Key Points
- RCC is usually detected incidentally but can present with hematuria, flank pain, metastatic symptoms, or paraneoplastic syndromes.
- Contrast-enhanced CT or MRI of the abdomen and pelvis is essential for characterization and staging of a renal mass.
- Partial nephrectomy is preferred for most T1 tumors to preserve renal function, while radical nephrectomy is reserved for large, complex, or locally advanced lesions.
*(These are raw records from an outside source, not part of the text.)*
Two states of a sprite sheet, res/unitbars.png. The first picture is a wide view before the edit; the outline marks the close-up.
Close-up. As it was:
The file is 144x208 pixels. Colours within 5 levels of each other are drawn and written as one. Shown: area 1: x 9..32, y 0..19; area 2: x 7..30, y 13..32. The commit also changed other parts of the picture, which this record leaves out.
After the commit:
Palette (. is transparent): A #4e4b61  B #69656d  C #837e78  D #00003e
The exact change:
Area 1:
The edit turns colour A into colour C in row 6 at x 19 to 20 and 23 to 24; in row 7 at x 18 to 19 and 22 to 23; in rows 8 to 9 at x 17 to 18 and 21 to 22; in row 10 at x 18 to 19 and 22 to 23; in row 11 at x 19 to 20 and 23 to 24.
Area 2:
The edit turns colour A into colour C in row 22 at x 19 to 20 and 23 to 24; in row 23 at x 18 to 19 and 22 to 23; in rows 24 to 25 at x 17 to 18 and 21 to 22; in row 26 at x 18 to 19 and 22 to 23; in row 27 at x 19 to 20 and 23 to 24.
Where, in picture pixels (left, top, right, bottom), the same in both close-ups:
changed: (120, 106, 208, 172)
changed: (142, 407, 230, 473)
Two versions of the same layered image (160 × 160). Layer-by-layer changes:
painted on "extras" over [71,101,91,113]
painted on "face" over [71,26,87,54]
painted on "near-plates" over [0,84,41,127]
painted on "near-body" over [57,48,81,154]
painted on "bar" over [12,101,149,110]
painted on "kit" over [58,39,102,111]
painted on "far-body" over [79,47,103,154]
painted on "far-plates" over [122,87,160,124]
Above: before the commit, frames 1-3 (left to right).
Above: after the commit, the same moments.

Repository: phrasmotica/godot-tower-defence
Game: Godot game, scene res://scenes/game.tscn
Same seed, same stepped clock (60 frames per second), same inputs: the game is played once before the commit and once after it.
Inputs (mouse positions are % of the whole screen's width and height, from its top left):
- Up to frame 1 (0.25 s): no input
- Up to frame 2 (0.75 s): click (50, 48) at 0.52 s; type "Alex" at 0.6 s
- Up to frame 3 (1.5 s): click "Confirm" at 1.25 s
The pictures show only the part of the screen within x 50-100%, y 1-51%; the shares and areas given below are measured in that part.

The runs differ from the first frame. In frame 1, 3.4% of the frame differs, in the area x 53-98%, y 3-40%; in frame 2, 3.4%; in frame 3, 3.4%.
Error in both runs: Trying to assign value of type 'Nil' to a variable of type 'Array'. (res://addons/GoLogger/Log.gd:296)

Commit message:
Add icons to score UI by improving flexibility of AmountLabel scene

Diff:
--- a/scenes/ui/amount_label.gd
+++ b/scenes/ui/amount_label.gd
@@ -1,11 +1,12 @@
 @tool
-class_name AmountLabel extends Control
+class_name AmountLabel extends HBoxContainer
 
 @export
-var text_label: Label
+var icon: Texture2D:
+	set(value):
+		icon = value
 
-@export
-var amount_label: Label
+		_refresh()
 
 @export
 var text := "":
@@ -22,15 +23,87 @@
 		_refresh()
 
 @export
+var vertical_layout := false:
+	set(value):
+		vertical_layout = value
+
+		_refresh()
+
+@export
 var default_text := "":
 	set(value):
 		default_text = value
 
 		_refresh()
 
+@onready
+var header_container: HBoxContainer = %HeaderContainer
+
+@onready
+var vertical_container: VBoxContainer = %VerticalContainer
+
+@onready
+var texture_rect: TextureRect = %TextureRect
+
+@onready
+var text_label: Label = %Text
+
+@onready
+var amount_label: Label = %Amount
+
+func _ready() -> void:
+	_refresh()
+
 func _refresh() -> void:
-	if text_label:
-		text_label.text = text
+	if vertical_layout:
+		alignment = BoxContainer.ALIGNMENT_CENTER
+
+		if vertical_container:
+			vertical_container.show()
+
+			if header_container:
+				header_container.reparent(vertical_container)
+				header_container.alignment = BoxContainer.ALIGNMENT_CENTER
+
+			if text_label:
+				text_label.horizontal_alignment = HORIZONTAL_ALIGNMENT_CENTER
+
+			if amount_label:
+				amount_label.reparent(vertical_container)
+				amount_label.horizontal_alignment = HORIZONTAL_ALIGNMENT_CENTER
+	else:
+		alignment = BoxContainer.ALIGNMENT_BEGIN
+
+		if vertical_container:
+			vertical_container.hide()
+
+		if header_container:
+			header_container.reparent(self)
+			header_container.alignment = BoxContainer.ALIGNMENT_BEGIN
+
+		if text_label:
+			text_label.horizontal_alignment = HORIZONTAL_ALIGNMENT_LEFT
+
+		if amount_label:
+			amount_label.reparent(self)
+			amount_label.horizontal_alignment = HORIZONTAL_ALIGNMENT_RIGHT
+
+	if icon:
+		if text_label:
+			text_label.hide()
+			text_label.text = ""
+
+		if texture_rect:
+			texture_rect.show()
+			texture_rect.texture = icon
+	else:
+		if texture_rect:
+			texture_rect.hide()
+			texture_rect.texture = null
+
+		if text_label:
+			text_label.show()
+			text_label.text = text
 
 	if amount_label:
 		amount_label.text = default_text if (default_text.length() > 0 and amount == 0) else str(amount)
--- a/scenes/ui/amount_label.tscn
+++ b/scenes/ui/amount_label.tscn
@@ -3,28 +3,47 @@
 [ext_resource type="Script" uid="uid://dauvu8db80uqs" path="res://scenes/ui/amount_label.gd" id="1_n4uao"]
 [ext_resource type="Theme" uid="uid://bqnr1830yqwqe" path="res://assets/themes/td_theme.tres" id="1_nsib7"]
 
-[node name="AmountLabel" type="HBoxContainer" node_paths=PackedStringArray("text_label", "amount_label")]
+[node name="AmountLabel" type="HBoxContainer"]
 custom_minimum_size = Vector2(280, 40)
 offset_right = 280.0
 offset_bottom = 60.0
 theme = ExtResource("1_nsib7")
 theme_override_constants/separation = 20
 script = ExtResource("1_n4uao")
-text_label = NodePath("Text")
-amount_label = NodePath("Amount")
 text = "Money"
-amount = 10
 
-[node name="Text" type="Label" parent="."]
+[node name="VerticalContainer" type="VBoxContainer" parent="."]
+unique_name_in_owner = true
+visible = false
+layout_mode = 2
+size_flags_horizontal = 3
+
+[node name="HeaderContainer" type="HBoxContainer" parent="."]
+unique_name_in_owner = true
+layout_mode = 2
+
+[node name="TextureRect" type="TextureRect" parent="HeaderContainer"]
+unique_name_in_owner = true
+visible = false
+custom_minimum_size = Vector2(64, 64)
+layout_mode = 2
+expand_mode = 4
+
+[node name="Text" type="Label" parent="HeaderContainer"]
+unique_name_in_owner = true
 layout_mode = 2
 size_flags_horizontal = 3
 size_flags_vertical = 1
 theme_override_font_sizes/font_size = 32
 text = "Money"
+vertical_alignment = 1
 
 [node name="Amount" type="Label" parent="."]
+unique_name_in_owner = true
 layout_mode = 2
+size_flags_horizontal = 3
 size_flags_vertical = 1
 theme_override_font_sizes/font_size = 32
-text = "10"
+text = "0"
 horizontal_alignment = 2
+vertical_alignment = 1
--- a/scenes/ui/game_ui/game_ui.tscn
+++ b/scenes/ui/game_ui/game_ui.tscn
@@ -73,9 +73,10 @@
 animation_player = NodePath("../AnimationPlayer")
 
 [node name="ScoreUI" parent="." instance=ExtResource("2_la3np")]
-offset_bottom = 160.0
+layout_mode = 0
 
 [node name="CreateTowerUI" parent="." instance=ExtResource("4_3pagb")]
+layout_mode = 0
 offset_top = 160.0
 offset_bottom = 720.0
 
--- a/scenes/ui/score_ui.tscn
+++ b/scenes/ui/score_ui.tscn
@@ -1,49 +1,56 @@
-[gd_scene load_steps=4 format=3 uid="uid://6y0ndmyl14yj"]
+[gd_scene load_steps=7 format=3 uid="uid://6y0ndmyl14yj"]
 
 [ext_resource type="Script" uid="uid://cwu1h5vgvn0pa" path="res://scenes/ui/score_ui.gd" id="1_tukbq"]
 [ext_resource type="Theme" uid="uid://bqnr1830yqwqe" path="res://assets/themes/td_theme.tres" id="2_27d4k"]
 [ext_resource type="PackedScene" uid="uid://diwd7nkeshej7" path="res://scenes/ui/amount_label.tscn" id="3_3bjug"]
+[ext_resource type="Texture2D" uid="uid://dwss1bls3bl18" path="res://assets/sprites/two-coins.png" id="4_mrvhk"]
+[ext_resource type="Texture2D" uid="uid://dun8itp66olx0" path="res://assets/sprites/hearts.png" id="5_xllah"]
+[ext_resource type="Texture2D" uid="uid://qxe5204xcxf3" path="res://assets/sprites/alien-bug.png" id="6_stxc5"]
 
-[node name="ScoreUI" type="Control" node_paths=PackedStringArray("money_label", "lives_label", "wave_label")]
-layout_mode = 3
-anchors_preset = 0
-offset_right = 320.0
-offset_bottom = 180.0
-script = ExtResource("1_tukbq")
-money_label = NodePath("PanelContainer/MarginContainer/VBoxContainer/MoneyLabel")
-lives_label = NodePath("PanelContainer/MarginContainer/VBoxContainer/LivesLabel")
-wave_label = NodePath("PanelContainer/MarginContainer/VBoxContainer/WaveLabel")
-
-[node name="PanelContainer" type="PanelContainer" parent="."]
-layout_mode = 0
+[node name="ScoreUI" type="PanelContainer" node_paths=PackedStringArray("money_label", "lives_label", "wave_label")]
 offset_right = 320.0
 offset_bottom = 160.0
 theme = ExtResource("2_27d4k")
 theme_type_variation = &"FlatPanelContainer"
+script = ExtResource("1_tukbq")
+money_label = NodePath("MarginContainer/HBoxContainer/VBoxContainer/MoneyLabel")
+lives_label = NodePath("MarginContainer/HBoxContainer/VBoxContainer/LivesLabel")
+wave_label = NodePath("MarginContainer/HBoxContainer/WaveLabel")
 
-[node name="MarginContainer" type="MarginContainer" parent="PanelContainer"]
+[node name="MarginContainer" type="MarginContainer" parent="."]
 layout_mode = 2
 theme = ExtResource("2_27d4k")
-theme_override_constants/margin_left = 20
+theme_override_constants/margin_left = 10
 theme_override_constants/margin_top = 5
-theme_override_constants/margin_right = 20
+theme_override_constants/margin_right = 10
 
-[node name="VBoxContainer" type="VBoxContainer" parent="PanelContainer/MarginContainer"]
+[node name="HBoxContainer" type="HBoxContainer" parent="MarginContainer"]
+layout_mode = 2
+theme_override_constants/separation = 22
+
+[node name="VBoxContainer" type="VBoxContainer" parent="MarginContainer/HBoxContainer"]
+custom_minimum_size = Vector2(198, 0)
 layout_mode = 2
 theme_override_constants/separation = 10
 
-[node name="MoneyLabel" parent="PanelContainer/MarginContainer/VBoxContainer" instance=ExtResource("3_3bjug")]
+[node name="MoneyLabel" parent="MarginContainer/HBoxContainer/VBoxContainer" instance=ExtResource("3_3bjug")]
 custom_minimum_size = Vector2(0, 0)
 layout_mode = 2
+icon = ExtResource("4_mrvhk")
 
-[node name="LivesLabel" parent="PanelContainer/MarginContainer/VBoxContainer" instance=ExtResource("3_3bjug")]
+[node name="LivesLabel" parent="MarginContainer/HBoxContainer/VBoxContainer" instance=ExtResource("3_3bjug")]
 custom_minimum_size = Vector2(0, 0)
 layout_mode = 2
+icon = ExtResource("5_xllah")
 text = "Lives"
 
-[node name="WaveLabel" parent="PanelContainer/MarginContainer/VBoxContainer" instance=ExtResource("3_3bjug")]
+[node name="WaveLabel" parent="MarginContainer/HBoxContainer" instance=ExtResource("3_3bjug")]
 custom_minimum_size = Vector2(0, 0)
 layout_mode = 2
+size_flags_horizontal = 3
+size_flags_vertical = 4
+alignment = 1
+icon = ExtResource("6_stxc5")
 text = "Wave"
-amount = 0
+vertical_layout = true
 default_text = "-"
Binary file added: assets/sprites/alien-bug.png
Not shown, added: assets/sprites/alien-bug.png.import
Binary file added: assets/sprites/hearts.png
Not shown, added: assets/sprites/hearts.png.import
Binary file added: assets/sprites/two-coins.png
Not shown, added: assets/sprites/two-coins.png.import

- Percutaneous renal mass biopsy is recommended when results will influence management, particularly in the setting of indeterminate lesions, planned ablation, active surveillance, or systemic therapy.
- For metastatic RCC, first-line treatment is centered on immune checkpoint inhibitor–based combinations, with regimen choice guided by histology, risk group, comorbidities, and patient preference.
- Risk-adapted surveillance and comprehensive survivorship care, including management of renal function and cardiovascular risk, are integral to long-term outcomes.
Algorithm
- Confirm solid or complex enhancing renal mass with contrast-enhanced CT or MRI and perform complete staging including chest imaging.
- Assess patient performance status, comorbidities, renal function, and life expectancy.
- For T1 tumors, prioritize partial nephrectomy when technically feasible to preserve renal function; consider thermal ablation or active surveillance for select small masses in high-risk surgical candidates or elderly patients.
- For larger or more centrally located tumors not amenable to nephron-sparing surgery, perform radical nephrectomy with regional lymph node assessment when indicated.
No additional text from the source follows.